ROS and the mitochondrial oxidative mechanisms perform a crucial task in triggering apoptosis under pathological and physiological circumstances. ROS can trigger various pathological conditions like the stimulation of apoptotic pathways and oxidative alterations of proteins, lipids, or DNA (Circu and Aw, 2010, Suresh et al., 2020). Flaws in apoptosis play a vital function in tumor progression and cytotoxic outcomes of numerous chemotherapeutic agents are primarily conveyed by augmented apoptosis (Hassan et al., 2014). So, the efficient approach to treat cancers is primarily through developing drugs that improve intracellular ROS production and ensure apoptosis. The level of intracellular ROS accretion can be inspected through the fluorescent dye DCFH-DA, and the MMP level of the cells can be visualized through the Rh-123 staining technique (Zhou et al., 2018). In this investigation, the DCFH-DA staining assay outcomes proved that the Rhaponticin had improved the ROS accumulation in the osteosarcoma MG-63 cells (Fig. 2). Rh-123 staining result confirmed that the Rhaponticin administered MG-63 cells had diminished MMP (Fig. 3).
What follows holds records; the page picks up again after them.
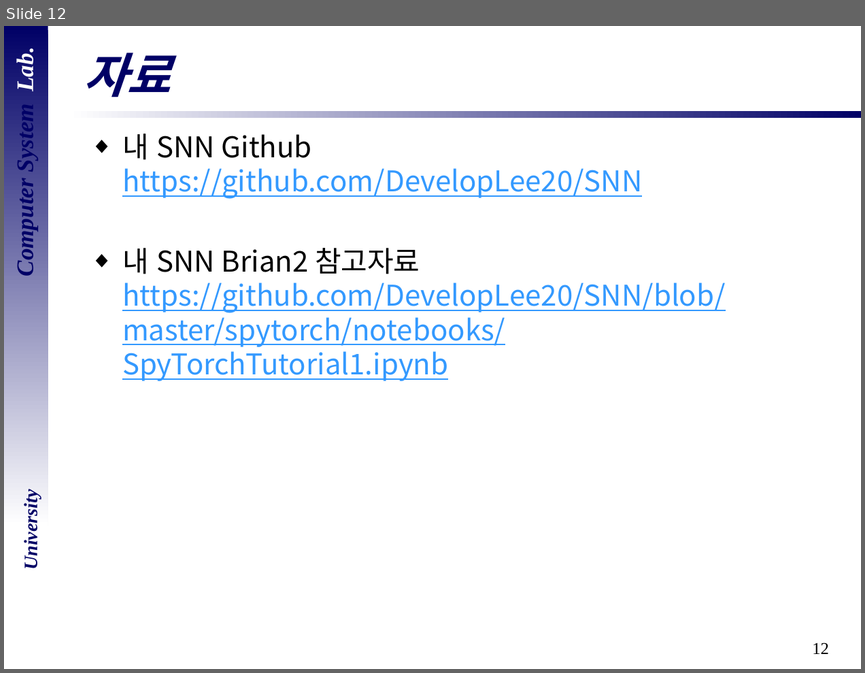
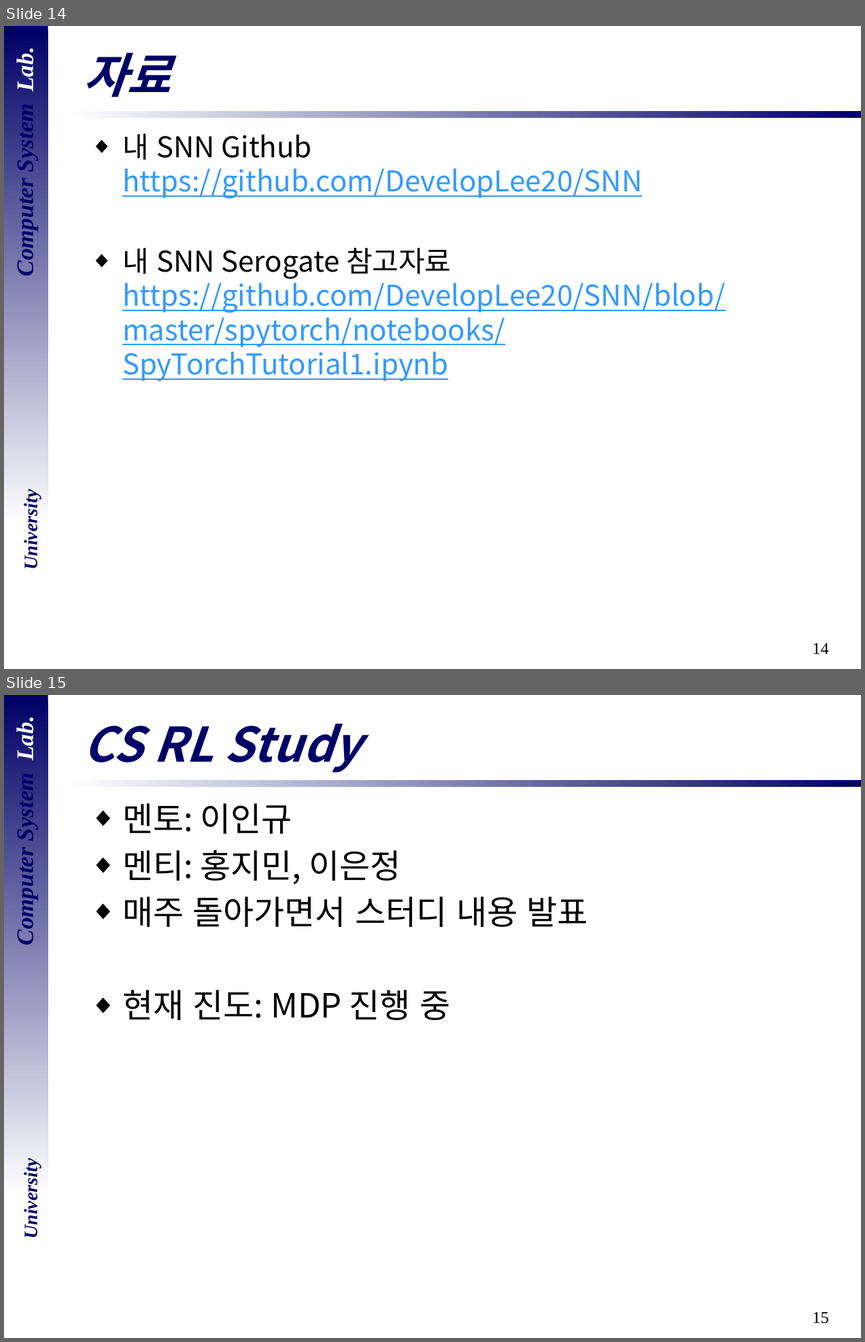
Before and after one commit to DevelopLee20/SNN, a slide deck: cs semina/06_Serogate-1.pptx. Shown one above the other, each under a label of ours: slide 12 before the commit, slides 14 and 15 after it. The pictures are 865x673 and 865x1342 pixels, drawn with LibreOffice and Linux fonts; fonts in the diff are those of the drawing; background and template pictures are left out. Boxes give left, top, right and bottom in pixels: in the first picture for what was removed or moved away, otherwise in the second. Text is boxed around its words. In the diff, an @@ line names an element or a change of style, - is before the commit and + after.

```diff
--- a/cs semina/06_Serogate-1.pptx
+++ b/cs semina/06_Serogate-1.pptx
@@ slide 15 added at [4, 695, 861, 1338], background #FFFFFF; not listed: 5 template elements that a slide beside it also shows @@
@@ title added at [84, 724, 361, 773], 40 pt, text #000066, bold, italic @@
+CS RL Study
@@ text added at [122, 803, 588, 1020], 28 pt, text #000000 @@
+◆ 멘토: 이인규
+◆ 멘티: 홍지민, 이은정
+◆ 매주 돌아가면서 스터디 내용 발표
+◆ 현재 진도: MDP 진행 중
@@ what was slide 12 is now slide 14 @@
@@ slide 14 changed as well @@
@@ text at [122, 248, 725, 381]: text changed @@
-◆ 내 SNN Brian2 참고자료
-  https://github.com/DevelopLee20/SNN/blob/master/spytorch/notebooks/SpyTorchTutorial1.ipynb
+◆ 내 SNN Serogate 참고자료
+  https://github.com/DevelopLee20/SNN/blob/master/spytorch/notebooks/SpyTorchTutorial1.ipynb
@@ page number at [812, 643, 829, 654]: text changed @@
-12
+14
```
Also in this commit, not shown: 10 other slides changed, 2 other slides added, 1 other file.

The dual (AO/EB) staining technique was extensively used to distinguish the nuclear damages mediated by apoptosis. The apoptosis stimulating capacity of sample agents is usually examined via AO/EB staining assay. This technique can distinctly differentiate the various stages of apoptosis (Gherghi et al., 2003). DAPI staining is commonly used to detect the DNA fragmentation and nuclear condensation directly linked to the apoptotic process (Vandghanooni et al., 2013). In this work, we noticed that the Rhaponticin administered MG-63 cells were possessed increased apoptotic cell death and nuclear damages, which evidenced by the AO/EB (Fig. 4) and DAPI staining (Fig. 6). The Rhaponticin treatment also revealed reduced cell adhesion (Fig. 7) and cell migration (Fig. 8) of osteosarcoma cells.

Akt protein mediates the activities of numerous substrates implicated in cell multiplication, the advancement of the cell cycle, and growth. It was stated in recent decades that PI3K/Akt signaling cascade is modified in several human cancers. Inhibition of the Akt signaling cascade may cause cancer cell necrosis (Zhang et al., 2017). PI3K/AKT/mTOR cascade is reported as an imperative cascade in cancer progression implicated with cell multiplication, cell cycle, and tumor development (Dey et al., 2017). In some ailments like cancer, this cascade's stimulation could diminish the apoptosis and speed up the metastasis (Pierobon et al., 2017). PI3K/AKT/mTOR pathway is mainly concerned with cell multiplication, invasion, improves cell cycle progression, and mediates autophagy and apoptosis (Liu et al., 2019). The activation of PI3K possesses consistent biological effects (Gao et al., 2018, Liu et al., 2018). It was already identified that the disordered PI3K/AKT/mTOR cascade tightly allied with the cell growth in osteosarcoma (Keremu et al., 2017). Interestingly, in this investigation, we found that the PI3K/AKT/mTOR signaling cascade was appreciably down-regulated in the Rhaponticin administered MG-63 cells (Fig. 9). The potent anti-proliferative capacity and triggering of apoptosis in MG-63 cells via Rhaponticin could be because of the hindering of PI3K-Akt-mTOR signaling cascade in the MG-63 cells.

Conclusion

Our outcomes from this research work revealed that the Rhaponticin possessed cytotoxic and apoptotic effects against the MG-63 cells. The outcomes proved that the Rhaponticin diminished the cell viability, elevated the intercellular ROS accumulation, and reduced the MMP, thereby promoting apoptotic cell death in MG-63 cells. Rhaponticin effectively inhibited the PI3K/AKT/mTOR cascade in the MG-63 cells. These outcomes proved that the Rhaponticin can be a hopeful chemotherapeutic agent in the future for osteosarcoma treatment. However, further investigations are still required in the future to understand the exact curative role of Rhaponticin.

Declaration of Competing Interest

The authors declare that they have no known competing financial interests or personal relationships that could have appeared to influence the work reported in this paper.